Google AI team crafts off-switch in case AI becomes maniacal

Shane McGlaun - Jun 6, 2016
Google AI team crafts off-switch in case AI becomes maniacal

The thought of a true artificial intelligence scares many people out there because an AI able to think might not have the same goals and desire to protect life that most humans have. We can look to movies like the “The Terminator” for a worst-case scenario of what could happen with an AI run amuck. While a Terminator scenario might not happen, something along the lines of what happens in the TV show “Person of Interest” could be a more likely result of an out of control AI. Google’s AI team thinks they have a solution to prevent an AI from going rogue.

That solution is simply an off switch called the “big red button” says the Google DeepMind team. Researchers Laurent Orseau and Dr. Stuart Armstrong wrote in a paper that AI agents are “unlikely to behave optimally all the time.” The paper stated, “Now and then it may be necessary for a human operator to press the big red button to prevent the agent from continuing a harmful sequence of actions – harmful either for the agent or for the environment – and lead the agent into a safer situation.”

The team wants to build something called “safe interruptibility” into the system. The researchers wrote, “Safe interruptibility can be useful to take control of a robot that is misbehaving and may lead to irreversible consequences, or to take it out of a delicate situation, or even to temporarily use it to achieve a task it did not learn to perform or would not normally receive rewards for this.” This big red button might not work in all situations the scientists admit, “It is unclear if all algorithms can be easily made safely interruptible.”

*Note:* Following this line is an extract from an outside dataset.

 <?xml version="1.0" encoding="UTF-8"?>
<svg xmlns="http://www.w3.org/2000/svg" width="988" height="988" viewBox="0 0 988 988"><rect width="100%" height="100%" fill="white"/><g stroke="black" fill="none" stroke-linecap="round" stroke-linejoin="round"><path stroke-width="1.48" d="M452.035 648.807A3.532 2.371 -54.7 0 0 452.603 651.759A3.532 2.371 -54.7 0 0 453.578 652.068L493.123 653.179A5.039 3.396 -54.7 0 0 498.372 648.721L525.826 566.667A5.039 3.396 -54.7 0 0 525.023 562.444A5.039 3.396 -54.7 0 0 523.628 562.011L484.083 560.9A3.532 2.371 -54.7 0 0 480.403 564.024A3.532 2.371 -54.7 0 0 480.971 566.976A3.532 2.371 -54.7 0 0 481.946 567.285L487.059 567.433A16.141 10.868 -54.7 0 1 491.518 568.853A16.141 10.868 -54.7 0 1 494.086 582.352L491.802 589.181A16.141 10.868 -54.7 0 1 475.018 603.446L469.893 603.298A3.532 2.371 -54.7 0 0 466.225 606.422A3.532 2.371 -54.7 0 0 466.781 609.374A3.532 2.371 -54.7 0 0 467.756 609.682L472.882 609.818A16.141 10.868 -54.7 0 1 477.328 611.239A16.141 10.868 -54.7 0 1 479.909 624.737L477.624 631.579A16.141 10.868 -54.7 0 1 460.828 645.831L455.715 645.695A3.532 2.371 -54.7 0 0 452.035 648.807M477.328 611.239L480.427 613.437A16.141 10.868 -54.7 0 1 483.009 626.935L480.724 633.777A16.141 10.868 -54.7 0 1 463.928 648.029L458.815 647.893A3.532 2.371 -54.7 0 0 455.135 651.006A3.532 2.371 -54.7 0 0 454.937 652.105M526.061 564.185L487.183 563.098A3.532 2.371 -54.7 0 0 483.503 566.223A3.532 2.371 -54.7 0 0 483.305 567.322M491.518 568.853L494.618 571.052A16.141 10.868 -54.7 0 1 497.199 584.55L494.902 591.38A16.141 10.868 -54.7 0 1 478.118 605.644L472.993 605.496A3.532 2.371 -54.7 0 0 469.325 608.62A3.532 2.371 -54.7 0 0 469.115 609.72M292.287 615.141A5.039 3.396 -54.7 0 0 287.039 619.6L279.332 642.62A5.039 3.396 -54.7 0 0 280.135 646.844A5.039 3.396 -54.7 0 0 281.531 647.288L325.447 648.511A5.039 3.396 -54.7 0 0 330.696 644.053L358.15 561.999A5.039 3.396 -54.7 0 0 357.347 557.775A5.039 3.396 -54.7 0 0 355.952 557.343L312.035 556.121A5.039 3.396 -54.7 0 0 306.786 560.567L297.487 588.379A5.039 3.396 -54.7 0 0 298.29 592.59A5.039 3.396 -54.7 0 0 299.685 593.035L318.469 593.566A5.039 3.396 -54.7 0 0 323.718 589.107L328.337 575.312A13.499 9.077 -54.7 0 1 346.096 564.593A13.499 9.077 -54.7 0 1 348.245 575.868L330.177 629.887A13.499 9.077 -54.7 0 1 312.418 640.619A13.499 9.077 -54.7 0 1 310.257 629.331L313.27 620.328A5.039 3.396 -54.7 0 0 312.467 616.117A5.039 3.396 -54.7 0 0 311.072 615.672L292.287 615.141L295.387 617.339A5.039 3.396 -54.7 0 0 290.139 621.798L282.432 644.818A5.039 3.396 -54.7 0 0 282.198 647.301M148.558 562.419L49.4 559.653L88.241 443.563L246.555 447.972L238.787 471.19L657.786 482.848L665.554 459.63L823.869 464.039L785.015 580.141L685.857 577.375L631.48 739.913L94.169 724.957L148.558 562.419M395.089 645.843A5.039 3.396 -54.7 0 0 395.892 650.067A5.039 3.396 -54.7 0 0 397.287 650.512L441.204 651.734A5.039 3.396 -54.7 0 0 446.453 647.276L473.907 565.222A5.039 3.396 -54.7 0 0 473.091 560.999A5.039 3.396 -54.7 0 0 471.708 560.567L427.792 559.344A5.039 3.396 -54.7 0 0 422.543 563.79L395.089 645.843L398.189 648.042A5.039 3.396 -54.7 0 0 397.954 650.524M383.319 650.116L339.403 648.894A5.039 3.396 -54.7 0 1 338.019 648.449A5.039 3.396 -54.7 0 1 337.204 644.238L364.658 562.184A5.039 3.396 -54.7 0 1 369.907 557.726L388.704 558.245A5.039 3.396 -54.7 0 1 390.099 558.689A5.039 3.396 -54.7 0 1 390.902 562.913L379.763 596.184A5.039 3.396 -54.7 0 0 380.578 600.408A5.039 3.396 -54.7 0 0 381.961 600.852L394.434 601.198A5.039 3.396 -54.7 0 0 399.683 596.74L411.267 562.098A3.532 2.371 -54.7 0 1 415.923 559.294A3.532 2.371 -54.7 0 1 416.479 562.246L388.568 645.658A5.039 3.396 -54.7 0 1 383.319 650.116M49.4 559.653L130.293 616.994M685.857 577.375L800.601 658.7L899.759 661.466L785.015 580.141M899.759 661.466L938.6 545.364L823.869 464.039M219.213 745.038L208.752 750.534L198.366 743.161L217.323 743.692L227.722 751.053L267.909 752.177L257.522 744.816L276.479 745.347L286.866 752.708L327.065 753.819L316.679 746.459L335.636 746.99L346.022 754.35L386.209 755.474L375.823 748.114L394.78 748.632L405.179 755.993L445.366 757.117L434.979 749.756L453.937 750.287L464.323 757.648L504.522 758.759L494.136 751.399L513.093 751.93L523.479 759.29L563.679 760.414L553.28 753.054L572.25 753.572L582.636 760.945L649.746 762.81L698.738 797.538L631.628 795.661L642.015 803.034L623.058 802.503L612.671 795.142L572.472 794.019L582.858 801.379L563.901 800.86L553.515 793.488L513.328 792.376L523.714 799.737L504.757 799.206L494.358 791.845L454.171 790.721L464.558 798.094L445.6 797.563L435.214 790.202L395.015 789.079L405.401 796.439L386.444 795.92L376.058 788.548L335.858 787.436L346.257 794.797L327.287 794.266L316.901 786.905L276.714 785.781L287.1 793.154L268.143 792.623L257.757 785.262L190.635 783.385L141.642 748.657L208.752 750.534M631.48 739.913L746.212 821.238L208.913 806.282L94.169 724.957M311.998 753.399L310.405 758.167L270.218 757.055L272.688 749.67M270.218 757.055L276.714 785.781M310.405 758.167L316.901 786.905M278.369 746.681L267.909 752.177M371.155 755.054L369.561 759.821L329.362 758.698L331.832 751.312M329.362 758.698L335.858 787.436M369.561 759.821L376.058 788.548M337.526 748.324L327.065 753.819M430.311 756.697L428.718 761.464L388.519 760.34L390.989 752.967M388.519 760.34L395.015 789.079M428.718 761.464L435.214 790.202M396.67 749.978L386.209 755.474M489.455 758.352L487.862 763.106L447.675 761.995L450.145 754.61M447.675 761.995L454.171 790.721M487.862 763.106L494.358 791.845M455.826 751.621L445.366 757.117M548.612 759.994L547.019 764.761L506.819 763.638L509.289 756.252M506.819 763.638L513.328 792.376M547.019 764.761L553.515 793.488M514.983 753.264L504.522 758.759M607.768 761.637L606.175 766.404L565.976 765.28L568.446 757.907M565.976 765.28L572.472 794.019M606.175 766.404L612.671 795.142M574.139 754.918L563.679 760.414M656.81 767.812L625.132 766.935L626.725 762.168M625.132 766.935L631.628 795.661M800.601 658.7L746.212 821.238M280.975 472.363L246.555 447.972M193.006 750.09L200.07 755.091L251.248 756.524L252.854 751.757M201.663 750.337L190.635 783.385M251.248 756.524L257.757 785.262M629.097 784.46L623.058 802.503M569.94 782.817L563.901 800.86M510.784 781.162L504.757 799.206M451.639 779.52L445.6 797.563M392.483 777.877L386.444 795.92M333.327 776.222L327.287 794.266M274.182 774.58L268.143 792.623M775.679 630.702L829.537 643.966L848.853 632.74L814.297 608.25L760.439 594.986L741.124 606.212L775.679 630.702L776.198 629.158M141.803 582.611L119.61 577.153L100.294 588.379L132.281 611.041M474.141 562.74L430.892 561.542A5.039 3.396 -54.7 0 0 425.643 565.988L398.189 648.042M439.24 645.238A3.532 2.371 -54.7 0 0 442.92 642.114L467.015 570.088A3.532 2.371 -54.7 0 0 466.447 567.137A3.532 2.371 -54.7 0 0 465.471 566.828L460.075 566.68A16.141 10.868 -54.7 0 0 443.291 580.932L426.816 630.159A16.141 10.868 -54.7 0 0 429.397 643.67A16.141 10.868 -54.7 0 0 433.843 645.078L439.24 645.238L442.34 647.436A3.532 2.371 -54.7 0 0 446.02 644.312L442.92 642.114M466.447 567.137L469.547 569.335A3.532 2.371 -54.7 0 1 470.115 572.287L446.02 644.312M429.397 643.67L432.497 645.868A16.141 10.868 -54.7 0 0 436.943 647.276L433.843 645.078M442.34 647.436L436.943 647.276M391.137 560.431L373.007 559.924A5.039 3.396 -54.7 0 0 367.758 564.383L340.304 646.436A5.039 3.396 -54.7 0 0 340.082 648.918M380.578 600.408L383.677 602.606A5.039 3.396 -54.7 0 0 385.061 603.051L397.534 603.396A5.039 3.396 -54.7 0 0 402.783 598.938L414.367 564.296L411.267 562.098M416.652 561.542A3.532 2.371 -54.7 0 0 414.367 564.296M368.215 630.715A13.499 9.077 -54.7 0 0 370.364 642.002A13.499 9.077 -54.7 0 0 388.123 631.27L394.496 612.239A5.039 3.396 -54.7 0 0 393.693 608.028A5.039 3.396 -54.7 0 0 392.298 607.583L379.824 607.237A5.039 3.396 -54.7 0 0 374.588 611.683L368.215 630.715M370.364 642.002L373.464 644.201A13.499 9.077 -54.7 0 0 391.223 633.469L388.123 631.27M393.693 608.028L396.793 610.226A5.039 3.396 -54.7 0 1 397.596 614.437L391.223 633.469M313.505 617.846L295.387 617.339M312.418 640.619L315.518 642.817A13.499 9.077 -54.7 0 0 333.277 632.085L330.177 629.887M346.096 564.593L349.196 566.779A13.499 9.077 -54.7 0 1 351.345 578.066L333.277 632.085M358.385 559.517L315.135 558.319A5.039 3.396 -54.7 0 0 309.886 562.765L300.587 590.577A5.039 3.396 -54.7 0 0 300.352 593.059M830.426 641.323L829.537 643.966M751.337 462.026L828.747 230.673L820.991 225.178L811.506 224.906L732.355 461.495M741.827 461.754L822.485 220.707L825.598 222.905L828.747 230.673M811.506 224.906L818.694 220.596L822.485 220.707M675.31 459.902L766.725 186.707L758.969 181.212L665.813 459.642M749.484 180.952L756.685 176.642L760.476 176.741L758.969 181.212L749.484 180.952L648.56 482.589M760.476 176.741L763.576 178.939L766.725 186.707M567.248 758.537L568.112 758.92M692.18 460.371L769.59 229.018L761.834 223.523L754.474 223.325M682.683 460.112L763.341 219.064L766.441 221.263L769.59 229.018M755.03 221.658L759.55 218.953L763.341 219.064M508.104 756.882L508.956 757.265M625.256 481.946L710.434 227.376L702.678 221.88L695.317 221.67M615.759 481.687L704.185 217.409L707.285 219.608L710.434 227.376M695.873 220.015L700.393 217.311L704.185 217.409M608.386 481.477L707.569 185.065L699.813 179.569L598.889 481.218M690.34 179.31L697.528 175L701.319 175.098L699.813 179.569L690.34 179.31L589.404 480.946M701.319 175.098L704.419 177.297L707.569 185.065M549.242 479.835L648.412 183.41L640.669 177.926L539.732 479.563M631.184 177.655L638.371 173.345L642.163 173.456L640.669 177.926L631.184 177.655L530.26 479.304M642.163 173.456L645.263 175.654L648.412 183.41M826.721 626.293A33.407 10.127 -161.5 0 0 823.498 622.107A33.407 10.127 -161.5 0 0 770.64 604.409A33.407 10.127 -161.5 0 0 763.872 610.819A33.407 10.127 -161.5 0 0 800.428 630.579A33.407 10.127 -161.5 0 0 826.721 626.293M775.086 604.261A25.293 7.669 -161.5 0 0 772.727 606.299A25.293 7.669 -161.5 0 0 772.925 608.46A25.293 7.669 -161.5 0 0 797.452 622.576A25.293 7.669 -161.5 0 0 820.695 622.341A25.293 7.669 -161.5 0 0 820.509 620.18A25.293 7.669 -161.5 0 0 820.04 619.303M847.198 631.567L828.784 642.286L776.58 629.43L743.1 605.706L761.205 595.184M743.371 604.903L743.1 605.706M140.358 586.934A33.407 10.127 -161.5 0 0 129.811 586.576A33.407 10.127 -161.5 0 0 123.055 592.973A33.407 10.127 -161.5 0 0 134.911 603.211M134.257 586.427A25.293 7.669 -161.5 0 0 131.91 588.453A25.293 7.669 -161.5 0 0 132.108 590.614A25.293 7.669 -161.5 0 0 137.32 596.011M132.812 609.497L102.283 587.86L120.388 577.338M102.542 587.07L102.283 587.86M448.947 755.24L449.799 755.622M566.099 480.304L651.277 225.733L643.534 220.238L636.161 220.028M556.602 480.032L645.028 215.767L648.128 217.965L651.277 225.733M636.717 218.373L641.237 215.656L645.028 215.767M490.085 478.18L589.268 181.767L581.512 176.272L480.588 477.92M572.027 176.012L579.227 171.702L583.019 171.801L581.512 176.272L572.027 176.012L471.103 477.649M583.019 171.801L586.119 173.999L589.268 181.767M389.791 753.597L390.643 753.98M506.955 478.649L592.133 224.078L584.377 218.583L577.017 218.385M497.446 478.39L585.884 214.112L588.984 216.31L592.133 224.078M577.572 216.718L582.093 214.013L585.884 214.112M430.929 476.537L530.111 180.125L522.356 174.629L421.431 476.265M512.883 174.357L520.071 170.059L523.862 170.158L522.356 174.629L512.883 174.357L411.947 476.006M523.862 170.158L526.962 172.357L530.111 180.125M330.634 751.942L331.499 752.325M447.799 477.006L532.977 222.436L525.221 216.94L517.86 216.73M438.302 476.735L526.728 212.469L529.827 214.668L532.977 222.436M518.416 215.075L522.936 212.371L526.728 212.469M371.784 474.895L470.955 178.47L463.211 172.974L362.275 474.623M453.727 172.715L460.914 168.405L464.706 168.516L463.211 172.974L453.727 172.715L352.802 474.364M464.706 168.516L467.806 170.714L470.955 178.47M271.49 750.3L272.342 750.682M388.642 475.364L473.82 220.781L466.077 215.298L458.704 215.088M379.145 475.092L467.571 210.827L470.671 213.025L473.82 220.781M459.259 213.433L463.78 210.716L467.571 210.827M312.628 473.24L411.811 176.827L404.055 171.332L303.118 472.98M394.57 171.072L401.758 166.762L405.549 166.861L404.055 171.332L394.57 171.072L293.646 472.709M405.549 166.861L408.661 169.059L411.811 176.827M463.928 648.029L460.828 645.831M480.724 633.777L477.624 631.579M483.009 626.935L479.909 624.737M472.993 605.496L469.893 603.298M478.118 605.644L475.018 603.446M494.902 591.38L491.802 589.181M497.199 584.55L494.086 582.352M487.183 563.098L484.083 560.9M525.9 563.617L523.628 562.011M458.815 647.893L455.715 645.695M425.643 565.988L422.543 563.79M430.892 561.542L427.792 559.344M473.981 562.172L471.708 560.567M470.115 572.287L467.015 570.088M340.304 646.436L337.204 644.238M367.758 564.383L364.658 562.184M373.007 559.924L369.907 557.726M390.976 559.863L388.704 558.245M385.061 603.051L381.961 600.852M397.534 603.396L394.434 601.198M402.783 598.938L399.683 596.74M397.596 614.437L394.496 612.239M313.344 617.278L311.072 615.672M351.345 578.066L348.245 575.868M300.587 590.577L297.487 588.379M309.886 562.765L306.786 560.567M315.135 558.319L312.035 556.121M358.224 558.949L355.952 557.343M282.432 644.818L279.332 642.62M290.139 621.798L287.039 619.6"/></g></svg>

Dr. Armstrong believes that it is critical that safeguards be placed on AIs before robots are able to outwit their creators and accidentally or purposefully cause harm to human operators. He believes that machines might be able to take over financial markets, transportation, healthcare, and other systems at speeds that humans can’t understand and will be capable of doing much more than a specific and limited set of tasks.